Depends what lens of literary criticism you adopt.


----------



## Gavrushka (Jan 8, 2014)

I may be wide of the mark, but when you're an amateur writer, it seems popular to dislike popular writers.


----------



## dale (Jan 8, 2014)

Gavrushka said:


> I may be wide of the mark, but when you're an amateur writer, it seems popular to dislike popular writers.



i think this goes for more than just writers. i think once anyone achieves any sense of notoriety, people will hate for reasons of envy.


----------



## Gavrushka (Jan 8, 2014)

dale said:


> i think this goes for more than just writers. i think once anyone achieves any sense of notoriety, people will hate for reasons of envy.



I soooooo want to be hated sometime soon!


----------



## Carlton (Jan 8, 2014)

Do not get me wrong for I am a Stephen King junkie, but when it comes to a bad-awful novel, I elect *Cell* by King. What of waste of money/time. Yuk.

As far a novelist I would have to say *Neal Stephenson*. I can hear the eruption now, _Stephenson_? I recognize that the man is a fine American novelist yet his writing does not work for me. Sorry. 
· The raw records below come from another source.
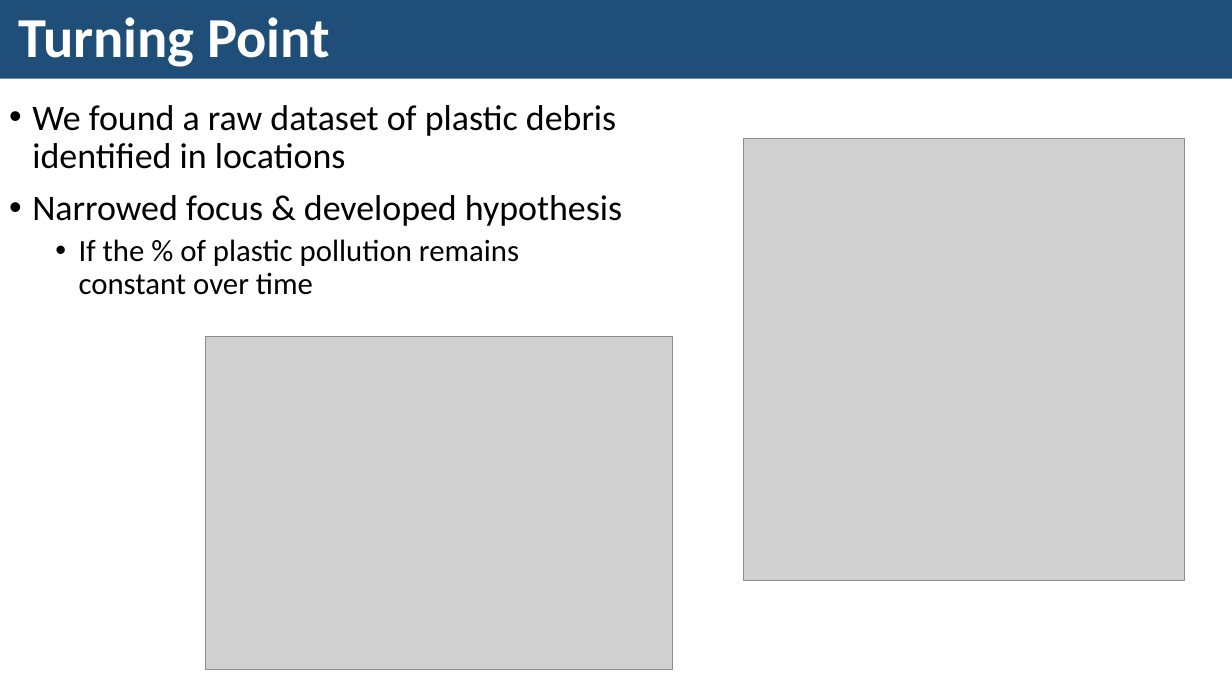
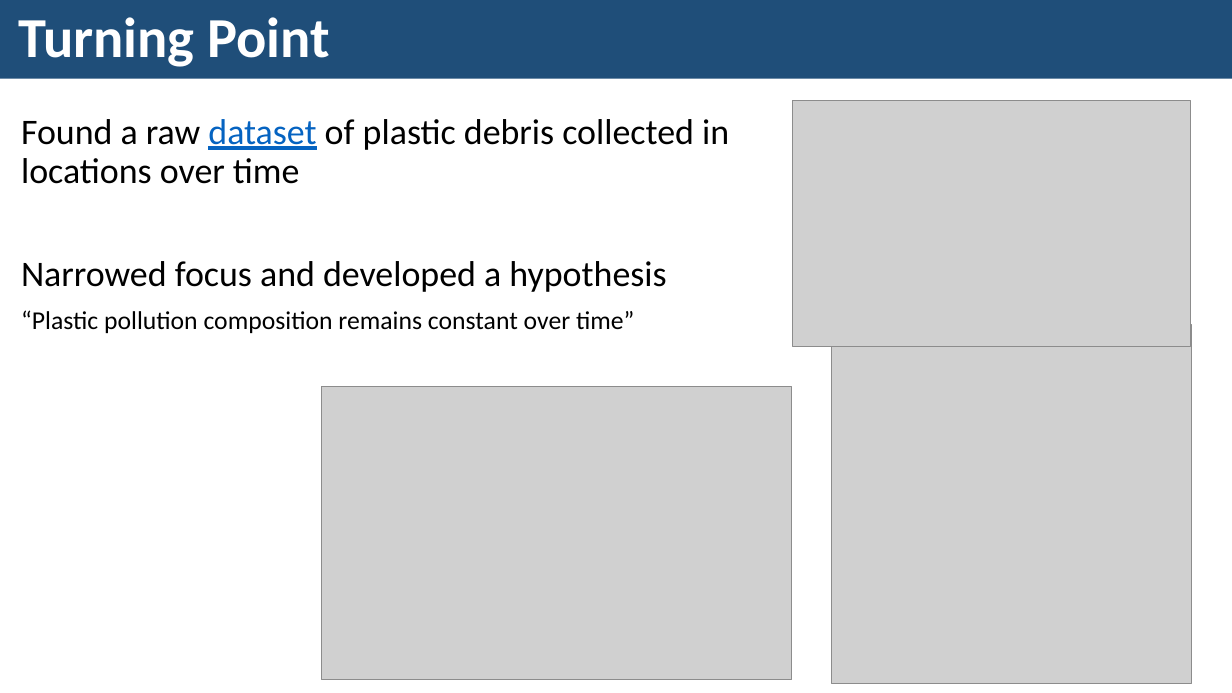
Before and after one commit to KarenJewell/CMM507-Group2, a slide deck: slide 4 of Group2Presentation.pptx (slide 3 before the commit). Drawn at 1232x693 pixels with LibreOffice and Linux fonts; fonts in the diff are those of the drawing; grey boxes stand for pictures. Boxes give left, top, right and bottom in pixels: in the first picture for what was removed or moved away, otherwise in the second. Text is boxed around its words. In the diff, an @@ line names an element or a change of style, - is before the commit and + after.

```diff
--- a/Group2Presentation.pptx
+++ b/Group2Presentation.pptx
@@ text at [21, 119, 729, 333]: text changed @@
-• We found a raw dataset of plastic debris identified in locations
-• Narrowed focus & developed hypothesis
-  • If the % of plastic pollution remains constant over time
+Found a raw dataset of plastic debris collected in locations over time
+Narrowed focus and developed a hypothesis
+“Plastic pollution composition remains constant over time”
@@ picture added at [793, 101, 1191, 347] @@
@@ picture: place and size @@
-picture at [744, 139, 1186, 580]
+picture at [832, 324, 1191, 684]
@@ picture: place and size @@
-picture at [205, 336, 673, 670]
+picture at [322, 386, 792, 680]
```
Also in this commit, not shown: 3 other slides changed, 2 slides added, 1 slide removed.

(Stephenson reminds me_ (somewhat)_ of *Umberto Eco*; I am a hardcore Eco fan. Weird.)


----------



## Kyle R (Jan 8, 2014)

Nora Roberts is named on that list, which I find absurd. I've read her and she, in my opinion, writes exceptionally well. Well enough that her prose could be taught in a writing course as a prime example of how to wield Limited Third POV.

Her genre, Romance, gets smacked all the time by critics though, so it shouldn't come as a surprise. Nevermind the fact that she churns out nearly one novel every month—a feat that few other than James Patterson, with his co-writers, can manage.

I bet that those voting for that list haven't even read half the authors on there. *slaps forehead*


----------



## Morkonan (Jan 8, 2014)

Carlton said:


> Do not get me wrong for I am a Stephen King junkie, but when it comes to a bad-awful novel, I elect *Cell* by King. What of waste of money/time. Yuk.
> 
> As far a novelist I would have to say *Neal Stephenson*. I can hear the eruption now, _Stephenson_? I recognize that the man is a fine American novelist yet his writing does not work for me. Sorry.
> 
> (Stephenson reminds me_ (somewhat)_ of *Umberto Eco*; I am a hardcore Eco fan. Weird.)



Sacrilege! Stephenson is highly entertaining! Who else can take us through such an enjoyable ride, involving an MMO, kidnapping, money laundering, terrorists, survivalists, world travel, hacking and a hike through the mountains while dodging snipers!  ("Reamde" in case anyone was wondering.)

I do agree that King can write some stinkers, here and there. I'm not a fan of his stories, but I love his characters.


----------



## Carlton (Jan 8, 2014)

Morkonan said:


> I do agree that King can write some stinkers, here and there. I'm not a fan of his stories, but I love his characters.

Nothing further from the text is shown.